Those are so pretty! They look hard to do. I want to know how yours come out!


----------



## ZebraQueen (May 15, 2016)

Il share my red velvet later I need to find that video again because it was a video
Then I added my own touches

- - - Post Merge - - -



p e p p e r said:


> *Fluffy Pancakes*
> 
> Ingredients
> 
> ...



But this sound good


----------



## KaydeeKrunk (May 15, 2016)

p e p p e r said:


> I haven't tried this technique yet, but it looks absolutely amazing!! I'm going to test it soon, but it seems like it will be tricky to get it so smooth - I have to figure out what type of cake will work with this glaze - seems like a cheesecake would be a safe way to start
> 
> *Mirror Marble Cake Glaze*
> 
> ...



For whatever you'd probably want to do a layer of icing or something to smooth it out much like you would when doing fondant. And definitely have it up on cups in a pan or a rack so it can spill over evenly. I love how shiny they all are but I wonder what consistency they have when it dries a bit, since it has gelatin I have a feeling it'd get like.. sticky and slimy eventually. I made geletin bubbles to decorate a cake for my boyfriend and they like melted into the frosting once. They were like these but green and blue.


----------



## N e s s (May 16, 2016)

PBJ sandwichs

Ingredients

-Peanut butter
-2 slices of bread
-Grape jelly

you take a butter knife and you smear the peanut butter on 1 piece of bread, and jelly on the other. Afterwards, put the 2 breads together, and you have a PBJ.
Oh, and bump c:


----------



## dierefuji (May 16, 2016)

Made this in my Home Ec class recently, they're simple and quick to make!
Ingredients:
2 eggs
1/4 cup of ingredient 1 (you can use anything--cheese, ham, pepper, anything you'd like!)
1/4 cup of ingredient 2 (same as above)

Simply crack the eggs into a bowl, beat, and slip into *heat-resistant* zip lock bags.
Pour ingredients 1 and 2 into bag, shake to mix and make sure it is distributed evenly. *Seal out any air left*.
Place bag in boiling water (with the end placed over the rim of the pot, egg mixture completely submerged in water), cook for about 13 minutes, flipping over at about the 7 minute mark.
Simply take the bag out when ready, let cool for a minute or two, snip off end of bag, and slip onto plate.
Garnish with any leftover ingredients you may have.
You can usually cook about 3-6 at a time in one pot, so this recipe is great for large parties!
Usually, though, you shouldn't put more than 2 ingredients. If you do, or want to, for whatever reason, make sure the egg isn't runny when you take it out. If this happens, simply put it in the microwave for 10 seconds. Repeat this as necessary.


----------



## Colour Bandit (May 17, 2016)

If anyone has any good slow cooker recipes that they'd like to share that'd be great! I just got a slow cooker and a decent recipe book to go with it but I'd like some suggestions of what to make with it!


----------



## ZebraQueen (May 17, 2016)

N e s s said:


> PBJ sandwichs
> 
> Ingredients
> 
> ...



best recipes ever
you gave me a laugh
good one ness


----------



## Grimsly (May 17, 2016)

*Quick And Easy Banana Bread*

Ingredients:
5oz Self Raising Flour
1/4 Teaspoon of baking powder or bicarbonate of soda
*1 Banana (I find over ripe, brown and gross to be the best!)
*1 Egg
*2oz Soft butter
*5oz Sugar
*1 Teaspoon of vanilla essence or extract
*Pinch of salt

Method:
- Preheat oven to 180C/350F
- Stick the flour and baking soda or bicarbonate of soda in a bowl.
- Blend all ingredients with an * next to it (banana, sugar, butter, etc) until smooth. I use a cheap hand blender.
- Pour mixture over flour and mix until combined.
- If you find the mixture is a bit on the stiff side, you can add a wee bit of milk.
- Pour mix into a loaf tin, stick it in the middle shelf for 40 minutes.

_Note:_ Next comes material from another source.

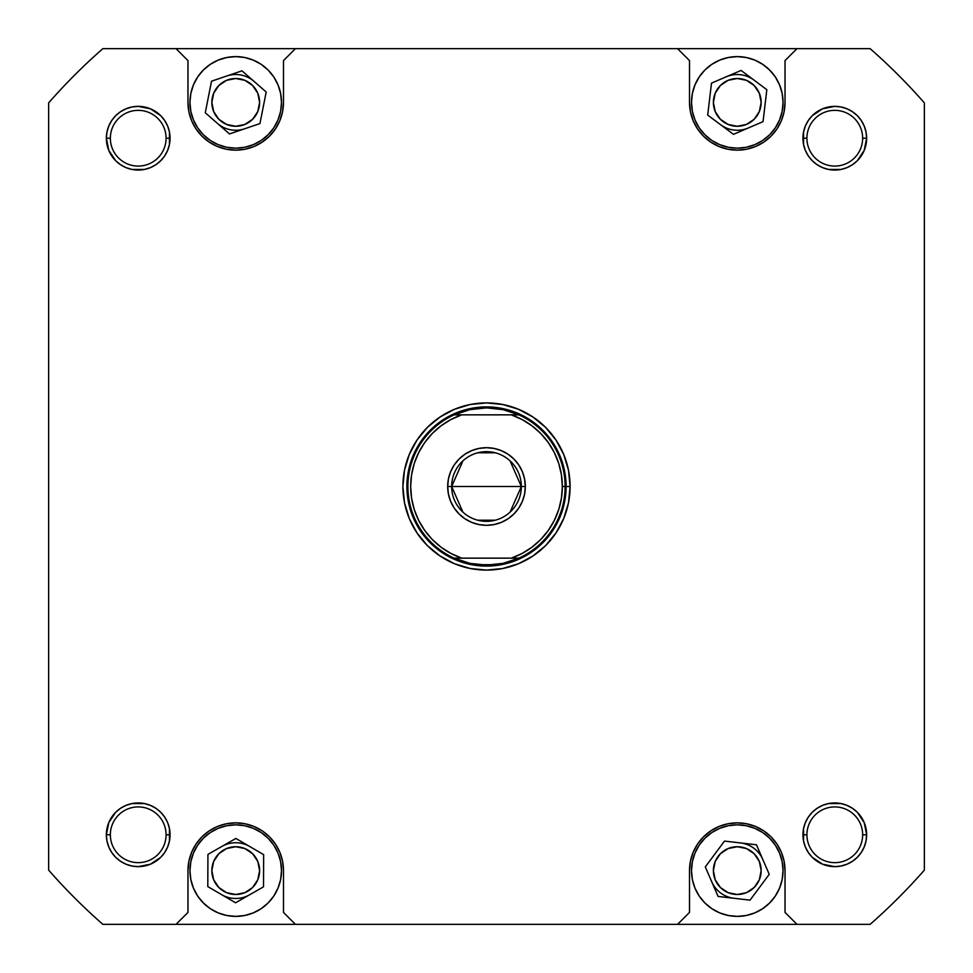 <?xml version="1.0" encoding="UTF-8"?>
<svg xmlns="http://www.w3.org/2000/svg" width="973" height="973" viewBox="0 0 973 973"><rect width="100%" height="100%" fill="white"/><g stroke="black" fill="none" stroke-linecap="round" stroke-linejoin="round"><path stroke-width="1.46" d="M737.266 148.164L746.194 147.288L754.78 144.673L762.698 140.453L769.631 134.748L775.335 127.816L779.555 119.898L782.17 111.311L783.046 102.384A45.78 45.78 0 0 1 737.266 148.164A45.78 45.78 0 0 1 691.499 102.384L692.375 93.457L691.499 102.384L692.375 111.311L694.977 119.898L699.21 127.816L704.902 134.748L711.835 140.453L719.752 144.673L728.339 147.288L737.266 148.164L731.295 147.774M235.734 148.164L244.661 147.288L253.248 144.673L261.165 140.453L268.098 134.748L273.79 127.816L278.023 119.898L280.625 111.311L281.501 102.384A45.78 45.78 0 0 1 235.734 148.164A45.78 45.78 0 0 1 189.954 102.384L190.83 93.457L189.954 102.384L190.83 111.311L193.445 119.898L197.665 127.816L203.369 134.748L210.302 140.453L218.22 144.673L226.806 147.288L235.734 148.164L229.762 147.774M281.501 870.616L280.625 861.689L278.023 853.102L273.79 845.184L268.098 838.252L261.165 832.547L253.248 828.327L244.661 825.712L235.734 824.836L226.806 825.712L218.22 828.327L210.302 832.547L203.369 838.252L197.665 845.184L193.445 853.102L190.83 861.689L189.954 870.616A45.78 45.78 0 0 1 235.734 824.836A45.78 45.78 0 0 1 281.501 870.616L280.625 879.543L281.501 870.616A45.78 45.78 0 0 1 235.734 916.384A45.78 45.78 0 0 1 189.954 870.616L190.538 863.343M783.046 870.616L782.17 861.689L779.555 853.102L775.335 845.184L769.631 838.252L762.698 832.547L754.78 828.327L746.194 825.712L737.266 824.836L728.339 825.712L719.752 828.327L711.835 832.547L704.902 838.252L699.21 845.184L694.977 853.102L692.375 861.689L691.499 870.616A45.78 45.78 0 0 1 737.266 824.836A45.78 45.78 0 0 1 783.046 870.616L782.17 879.543L783.046 870.616A45.78 45.78 0 0 1 737.266 916.384A45.78 45.78 0 0 1 691.499 870.616L692.071 863.343M812.273 857.31L822.599 864.206L812.273 857.31L808.308 852.482L805.364 846.972L808.308 852.482L805.364 846.972L803.552 841L802.944 834.785L806.921 834.785A27.864 27.864 0 0 0 834.785 862.65A27.864 27.864 0 0 0 862.65 834.785A27.864 27.864 0 0 0 834.785 806.921A27.864 27.864 0 0 0 806.921 834.785L802.944 834.785A31.841 31.841 0 0 1 834.785 802.944A31.841 31.841 0 0 1 866.639 834.785L862.65 834.785A27.864 27.864 0 0 1 834.785 862.65A27.864 27.864 0 0 1 806.921 834.785A27.864 27.864 0 0 1 834.785 806.921A27.864 27.864 0 0 1 862.65 834.785L866.639 834.785L864.206 822.599L857.31 812.273L852.482 808.308L846.972 805.364L841 803.552L828.582 803.552L822.599 805.364L817.101 808.308L812.273 812.273L808.308 817.101L805.364 822.599L803.552 828.582L803.552 841L805.364 846.972L808.308 852.482L812.273 857.31L817.101 861.263L822.599 864.206L834.785 866.639L841 866.019L846.972 864.206L852.482 861.263L857.31 857.31L861.263 852.482L864.206 846.972L866.019 841L866.639 834.785A31.841 31.841 0 0 1 834.785 866.639A31.841 31.841 0 0 1 802.944 834.785L803.552 828.582L805.364 822.599L808.308 817.101M164.692 817.101L167.636 822.599L164.692 817.101L167.636 822.599L169.448 828.582L170.056 834.785A31.841 31.841 0 0 1 138.215 866.639A31.841 31.841 0 0 1 106.361 834.785L110.35 834.785A27.864 27.864 0 0 0 138.215 862.65A27.864 27.864 0 0 0 166.079 834.785A27.864 27.864 0 0 0 138.215 806.921A27.864 27.864 0 0 0 110.35 834.785L106.361 834.785A31.841 31.841 0 0 1 138.215 802.944A31.841 31.841 0 0 1 170.056 834.785L166.079 834.785A27.864 27.864 0 0 1 138.215 862.65A27.864 27.864 0 0 1 110.35 834.785A27.864 27.864 0 0 1 138.215 806.921A27.864 27.864 0 0 1 166.079 834.785L170.056 834.785L169.448 828.582L167.636 822.599L164.692 817.101L160.727 812.273L155.899 808.308L150.401 805.364L144.418 803.552L138.215 802.944L132 803.552L126.028 805.364L120.518 808.308L115.69 812.273L108.794 822.599L106.361 834.785L106.981 841L108.794 846.972L111.737 852.482L115.69 857.31L120.518 861.263L126.028 864.206L132 866.019L138.215 866.639L150.401 864.206L160.727 857.31L164.692 852.482L167.636 846.972L169.448 841L170.056 834.785L169.448 841L167.636 846.972L164.692 852.482L160.727 857.31L164.692 852.482L167.636 846.972L164.692 852.482M160.727 115.69L150.401 108.794L160.727 115.69L164.692 120.518L167.636 126.028L164.692 120.518L167.636 126.028L169.448 132L170.056 138.215A31.841 31.841 0 0 1 138.215 170.056A31.841 31.841 0 0 1 106.361 138.215L110.35 138.215A27.864 27.864 0 0 0 138.215 166.079A27.864 27.864 0 0 0 166.079 138.215A27.864 27.864 0 0 0 138.215 110.35A27.864 27.864 0 0 0 110.35 138.215L106.361 138.215A31.841 31.841 0 0 1 138.215 106.361A31.841 31.841 0 0 1 170.056 138.215L166.079 138.215A27.864 27.864 0 0 1 138.215 166.079A27.864 27.864 0 0 1 110.35 138.215A27.864 27.864 0 0 1 138.215 110.35A27.864 27.864 0 0 1 166.079 138.215L170.056 138.215L169.448 132L167.636 126.028L164.692 120.518L160.727 115.69L150.401 108.794L138.215 106.361L132 106.981L126.028 108.794L120.518 111.737L115.69 115.69L111.737 120.518L108.794 126.028L106.981 132L106.361 138.215L108.794 150.401L115.69 160.727L120.518 164.692L126.028 167.636L132 169.448L144.418 169.448L150.401 167.636L155.899 164.692L160.727 160.727L164.692 155.899L167.636 150.401L169.448 144.418L170.056 138.215L169.448 144.418L167.636 150.401L164.692 155.899M808.308 155.899L805.364 150.401L808.308 155.899L805.364 150.401L803.552 144.418L802.944 138.215L806.921 138.215A27.864 27.864 0 0 0 834.785 166.079A27.864 27.864 0 0 0 862.65 138.215A27.864 27.864 0 0 0 834.785 110.35A27.864 27.864 0 0 0 806.921 138.215L802.944 138.215A31.841 31.841 0 0 1 834.785 106.361A31.841 31.841 0 0 1 866.639 138.215L862.65 138.215A27.864 27.864 0 0 1 834.785 166.079A27.864 27.864 0 0 1 806.921 138.215A27.864 27.864 0 0 1 834.785 110.35A27.864 27.864 0 0 1 862.65 138.215L866.639 138.215L866.019 132L864.206 126.028L861.263 120.518L857.31 115.69L852.482 111.737L846.972 108.794L841 106.981L834.785 106.361L822.599 108.794L817.101 111.737L812.273 115.69L808.308 120.518L805.364 126.028L803.552 132L803.552 144.418L805.364 150.401L808.308 155.899L812.273 160.727L817.101 164.692L822.599 167.636L828.582 169.448L841 169.448L846.972 167.636L852.482 164.692L857.31 160.727L861.263 155.899L864.206 150.401L866.639 138.215A31.841 31.841 0 0 1 834.785 170.056A31.841 31.841 0 0 1 802.944 138.215L803.552 132L805.364 126.028L808.308 120.518L812.273 115.69L808.308 120.518L805.364 126.028L808.308 120.518M570.093 486.5L566.104 486.561L570.093 486.5L568.487 470.19L563.732 454.513L555.997 440.064L545.61 427.39L532.936 417.003L518.487 409.268L502.81 404.513L486.5 402.907L470.19 404.513L454.513 409.268L440.064 417.003L427.39 427.39L417.003 440.064L409.268 454.513L404.513 470.19L402.907 486.5A83.593 83.593 0 0 1 486.5 402.907A83.593 83.593 0 0 1 570.093 486.5A83.593 83.593 0 0 1 486.5 570.093A83.593 83.593 0 0 1 402.907 486.5L404.513 502.81L409.268 518.487L417.003 532.936L427.39 545.61L440.064 555.997L454.513 563.732L470.19 568.487L486.5 570.093L502.81 568.487L518.487 563.732L532.936 555.997L545.61 545.61L555.997 532.936L563.732 518.487L568.487 502.81L570.093 486.5M562.333 486.536L561.421 498.176L558.733 509.584L554.306 520.433L548.273 530.467L540.769 539.468L531.963 547.191L522.063 553.467L511.324 558.149L454.16 558.161A78.618 78.618 0 0 1 407.882 486.5L406.896 486.5A79.604 79.604 0 0 0 486.5 566.104A79.604 79.604 0 0 0 566.104 486.5L566.104 486.5A79.604 79.604 0 0 1 486.5 566.104A79.604 79.604 0 0 1 406.896 486.5L407.882 486.5A78.618 78.618 0 0 1 454.148 414.851L469.959 409.645L486.5 407.882L503.041 409.645L511.068 411.822L518.852 414.851L511.324 414.851A75.833 75.833 0 0 1 562.333 486.5L565.118 486.5A78.618 78.618 0 0 0 518.852 414.851L511.324 414.851L522.063 419.533L531.963 425.809L540.769 433.532L548.273 442.533L554.294 452.542L558.733 463.416L561.421 474.824L562.333 486.464M713.391 870.616A23.887 23.887 0 0 1 737.266 846.729A23.887 23.887 0 0 1 761.154 870.616A23.887 23.887 0 0 1 737.266 894.491A23.887 23.887 0 0 1 713.391 870.616L715.204 861.47L720.385 853.722L728.132 848.553L737.266 846.729L746.413 848.553L754.16 853.722L759.329 861.47L761.154 870.616L759.329 879.75L754.16 887.498L746.413 892.679L737.266 894.491L728.132 892.679L720.385 887.498L715.204 879.75L713.391 870.616M211.846 870.616A23.887 23.887 0 0 1 235.734 846.729A23.887 23.887 0 0 1 259.609 870.616A23.887 23.887 0 0 1 235.734 894.491A23.887 23.887 0 0 1 211.846 870.616L213.671 861.47L218.84 853.722L226.587 848.553L235.734 846.729L244.868 848.553L252.615 853.722L257.796 861.47L259.609 870.616L257.796 879.75L252.615 887.498L244.868 892.679L235.734 894.491L226.587 892.679L218.84 887.498L213.671 879.75L211.846 870.616M211.846 102.384A23.887 23.887 0 0 1 235.734 78.509A23.887 23.887 0 0 1 259.609 102.384A23.887 23.887 0 0 1 235.734 126.271A23.887 23.887 0 0 1 211.846 102.384L213.671 93.25L218.84 85.502L226.587 80.321L235.734 78.509L244.868 80.321L252.615 85.502L257.796 93.25L259.609 102.384L257.796 111.53L252.615 119.278L244.868 124.447L235.734 126.271L226.587 124.447L218.84 119.278L213.671 111.53L211.846 102.384M713.391 102.384A23.887 23.887 0 0 1 737.266 78.509A23.887 23.887 0 0 1 761.154 102.384A23.887 23.887 0 0 1 737.266 126.271A23.887 23.887 0 0 1 713.391 102.384L715.204 93.25L720.385 85.502L728.132 80.321L737.266 78.509L746.413 80.321L754.16 85.502L759.329 93.25L761.154 102.384L759.329 111.53L754.16 119.278L746.413 124.447L737.266 126.271L728.132 124.447L720.385 119.278L715.204 111.53L713.391 102.384M710.375 141.863L711.591 142.666M796.972 48.65L677.561 48.65L689.504 60.594L689.504 102.384L690.416 111.7L693.141 120.664L697.556 128.923L703.491 136.159L710.728 142.107L718.986 146.522L727.95 149.234L737.266 150.146L746.583 149.234L755.547 146.522L763.805 142.107L771.042 136.159L776.989 128.923L781.404 120.664L784.116 111.7L785.029 102.384L785.029 60.594L796.972 48.65L870.13 48.65A582.146 582.146 0 0 1 924.35 102.87L924.35 870.13A582.146 582.146 0 0 1 870.13 924.35L796.972 924.35L785.029 912.406L785.029 870.616L784.116 861.3L781.404 852.336L776.989 844.077L771.042 836.841L763.805 830.893L755.547 826.478L746.583 823.766L737.266 822.854L727.95 823.766L718.986 826.478L710.728 830.893L703.491 836.841L697.556 844.077L693.141 852.336L690.416 861.3L689.504 870.616L689.504 912.406L677.561 924.35L870.13 924.35A582.146 582.146 0 0 0 924.35 870.13L924.35 102.87A582.146 582.146 0 0 0 870.13 48.65L677.561 48.65L689.504 60.594L689.504 102.384A47.762 47.762 0 0 0 737.266 150.146A47.762 47.762 0 0 0 785.029 102.384L785.029 60.594L796.972 48.65M691.499 102.384A45.78 45.78 0 0 1 737.266 56.616A45.78 45.78 0 0 1 783.046 102.384L782.462 109.657M261.409 142.666L269.509 136.159L275.444 128.923L279.859 120.664L282.584 111.7L283.496 102.384L283.496 60.594L295.439 48.65L176.028 48.65L187.971 60.594L187.971 102.384L188.884 111.7L191.596 120.664L196.011 128.923L201.958 136.159L209.195 142.107L217.453 146.522L226.417 149.234L235.734 150.146L245.05 149.234L254.014 146.522L262.272 142.107L269.509 136.159M189.954 102.384A45.78 45.78 0 0 1 235.734 56.616A45.78 45.78 0 0 1 281.501 102.384L280.929 109.657M262.625 831.137L261.409 830.334M176.028 924.35L295.439 924.35L283.496 912.406L283.496 870.616L282.584 861.3L279.859 852.336L275.444 844.077L269.509 836.841L262.272 830.893L254.014 826.478L245.05 823.766L235.734 822.854L226.417 823.766L217.453 826.478L209.195 830.893L201.958 836.841L196.011 844.077L191.596 852.336L188.884 861.3L187.971 870.616L187.971 912.406L176.028 924.35L102.87 924.35A582.146 582.146 0 0 1 48.65 870.13L48.65 102.87A582.146 582.146 0 0 1 102.87 48.65L677.561 48.65L295.439 48.65L283.496 60.594L283.496 102.384A47.762 47.762 0 0 1 235.734 150.146A47.762 47.762 0 0 1 187.971 102.384L187.971 60.594L176.028 48.65L102.87 48.65A582.146 582.146 0 0 0 48.65 102.87L48.65 870.13A582.146 582.146 0 0 0 102.87 924.35L677.561 924.35L295.439 924.35L283.496 912.406L283.496 870.616A47.762 47.762 0 0 0 235.734 822.854A47.762 47.762 0 0 0 187.971 870.616L187.971 912.406L176.028 924.35M235.734 824.836L241.705 825.226M711.591 830.334L703.491 836.841M737.266 824.836L743.238 825.226M155.899 164.692L150.401 167.636L155.899 164.692L150.401 167.636L144.418 169.448L138.215 170.056L132 169.448L126.028 167.636L120.518 164.692L115.69 160.727L120.518 164.692L126.028 167.636L120.518 164.692M108.794 150.401L106.981 144.418L108.794 150.401L115.69 160.727M106.981 132L108.794 126.028L111.737 120.518L115.69 115.69L111.737 120.518L108.794 126.028L106.981 132L108.794 126.028M115.69 115.69L120.518 111.737L126.028 108.794L132 106.981M150.401 864.206L144.418 866.019L150.401 864.206L160.727 857.31M132 866.019L126.028 864.206L120.518 861.263L115.69 857.31L120.518 861.263L126.028 864.206L132 866.019L126.028 864.206M115.69 857.31L111.737 852.482L108.794 846.972L106.981 841M108.794 822.599L115.69 812.273L108.794 822.599L106.981 828.582M115.69 812.273L120.518 808.308L126.028 805.364L120.518 808.308L126.028 805.364L132 803.552L144.418 803.552L150.401 805.364L155.899 808.308M852.482 164.692L846.972 167.636L852.482 164.692L857.31 160.727L864.206 150.401L857.31 160.727L852.482 164.692L846.972 167.636L841 169.448L828.582 169.448L822.599 167.636L817.101 164.692M822.599 108.794L828.582 106.981L822.599 108.794L812.273 115.69M841 106.981L846.972 108.794L852.482 111.737L857.31 115.69L852.482 111.737L846.972 108.794L841 106.981L846.972 108.794M857.31 115.69L861.263 120.518L864.206 126.028L866.019 132M866.019 841L864.206 846.972L861.263 852.482L857.31 857.31L861.263 852.482L864.206 846.972L866.019 841L864.206 846.972M857.31 857.31L852.482 861.263L846.972 864.206L841 866.019M817.101 808.308L822.599 805.364L817.101 808.308L822.599 805.364L828.582 803.552L834.785 802.944L841 803.552L846.972 805.364L852.482 808.308L857.31 812.273L852.482 808.308L846.972 805.364L852.482 808.308M864.206 822.599L866.019 828.582L864.206 822.599L857.31 812.273M677.561 924.35L796.972 924.35L785.029 912.406L785.029 870.616A47.762 47.762 0 0 0 737.266 822.854A47.762 47.762 0 0 0 689.504 870.616L689.504 912.406L677.561 924.35M691.499 870.616L692.375 879.543L694.977 888.13L699.21 896.048L704.902 902.98L711.835 908.673L719.752 912.905L728.339 915.508L737.266 916.384L746.194 915.508L754.78 912.905L762.698 908.673L769.631 902.98L775.335 896.048L779.555 888.13L782.17 879.543M724.496 841.086L756.459 844.783L769.229 874.313L750.037 900.147L718.086 896.437L705.303 866.907L724.496 841.086L756.459 844.783L724.496 841.086L705.303 866.907L718.086 896.437L750.037 900.147L769.229 874.313L756.459 844.783L769.229 874.313L750.037 900.147L718.086 896.437L705.303 866.907L724.496 841.086M189.954 870.616L190.83 879.543L193.445 888.13L197.665 896.048L203.369 902.98L210.302 908.673L218.22 912.905L226.806 915.508L235.734 916.384L244.661 915.508L253.248 912.905L261.165 908.673L268.098 902.98L273.79 896.048L278.023 888.13L280.625 879.543M207.796 886.585L207.93 854.416L235.867 838.446L263.659 854.647L263.525 886.817L235.6 902.786L207.796 886.585L207.93 854.416L207.796 886.585L235.6 902.786L263.525 886.817L263.659 854.647L235.867 838.446L207.93 854.416L235.867 838.446L263.659 854.647L263.525 886.817L235.6 902.786L207.796 886.585M281.501 102.384L280.625 93.457L278.023 84.87L273.79 76.952L268.098 70.02L261.165 64.327L253.248 60.095L244.661 57.492L235.734 56.616L226.806 57.492L218.22 60.095L210.302 64.327L203.369 70.02L197.665 76.952L193.445 84.87L190.83 93.457M205.279 112.771L211.518 81.197L241.973 70.822L266.188 92.009L259.949 123.571L229.494 133.946L205.279 112.771L211.518 81.197L205.279 112.771L229.494 133.946L259.949 123.571L266.188 92.009L241.973 70.822L211.518 81.197L241.973 70.822L266.188 92.009L259.949 123.571L229.494 133.946L205.279 112.771M783.046 102.384L782.17 93.457L779.555 84.87L775.335 76.952L769.631 70.02L762.698 64.327L754.78 60.095L746.194 57.492L737.266 56.616L728.339 57.492L719.752 60.095L711.835 64.327L704.902 70.02L699.21 76.952L694.977 84.87L692.375 93.457M707.699 115.069L711.494 83.131L741.061 70.433L766.833 89.698L763.039 121.649L733.472 134.335L707.699 115.069L711.494 83.131L707.699 115.069L733.472 134.335L763.039 121.649L766.833 89.698L741.061 70.433L711.494 83.131L741.061 70.433L766.833 89.698L763.039 121.649L733.472 134.335L707.699 115.069M170.056 138.215L169.448 144.418L167.636 150.401L169.448 144.418L169.448 132L170.056 138.215M150.401 167.636L144.418 169.448L138.215 170.056L132 169.448L126.028 167.636L132 169.448L138.215 170.056L144.418 169.448L150.401 167.636M167.636 126.028L169.448 132L167.636 126.028M846.972 167.636L841 169.448L834.785 170.056L828.582 169.448L822.599 167.636L828.582 169.448L834.785 170.056L841 169.448L846.972 167.636M805.364 150.401L803.552 144.418L802.944 138.215L803.552 132L805.364 126.028L803.552 132L802.944 138.215L803.552 144.418L805.364 150.401M805.364 846.972L803.552 841L802.944 834.785L803.552 828.582L805.364 822.599L803.552 828.582L802.944 834.785L803.552 841L805.364 846.972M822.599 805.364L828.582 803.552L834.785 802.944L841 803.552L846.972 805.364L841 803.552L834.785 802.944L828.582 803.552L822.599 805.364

Note: If the top is lovely and golden but the inside is raw and you fear another minute in the oven may burn in, turn the oven off and leave the tin in the (closed) oven for about 15-20 minutes. The heat from the oven should bake the remaining raw mix without burning the top.

*Two Ingredient Pancakes*

Ingredients:
 1 Banana
 2 Eggs

Method:
- Blend your eggs and banana together (Or mash with a fork but the results won't be as nice).
- Heat a frying pan until its really hot!
- Add some oil, let that heat up a bit, swish it round the pan and pour as much of it as you can into a cup. You'll need to do this between each pancake.
- Pour about 2 tablespoons of batter into the middle of the pan and swirl it around to create a thin, small-medium sized pancake.
- After about 30 seconds flip it on the other side and cook that side for another 30 seconds.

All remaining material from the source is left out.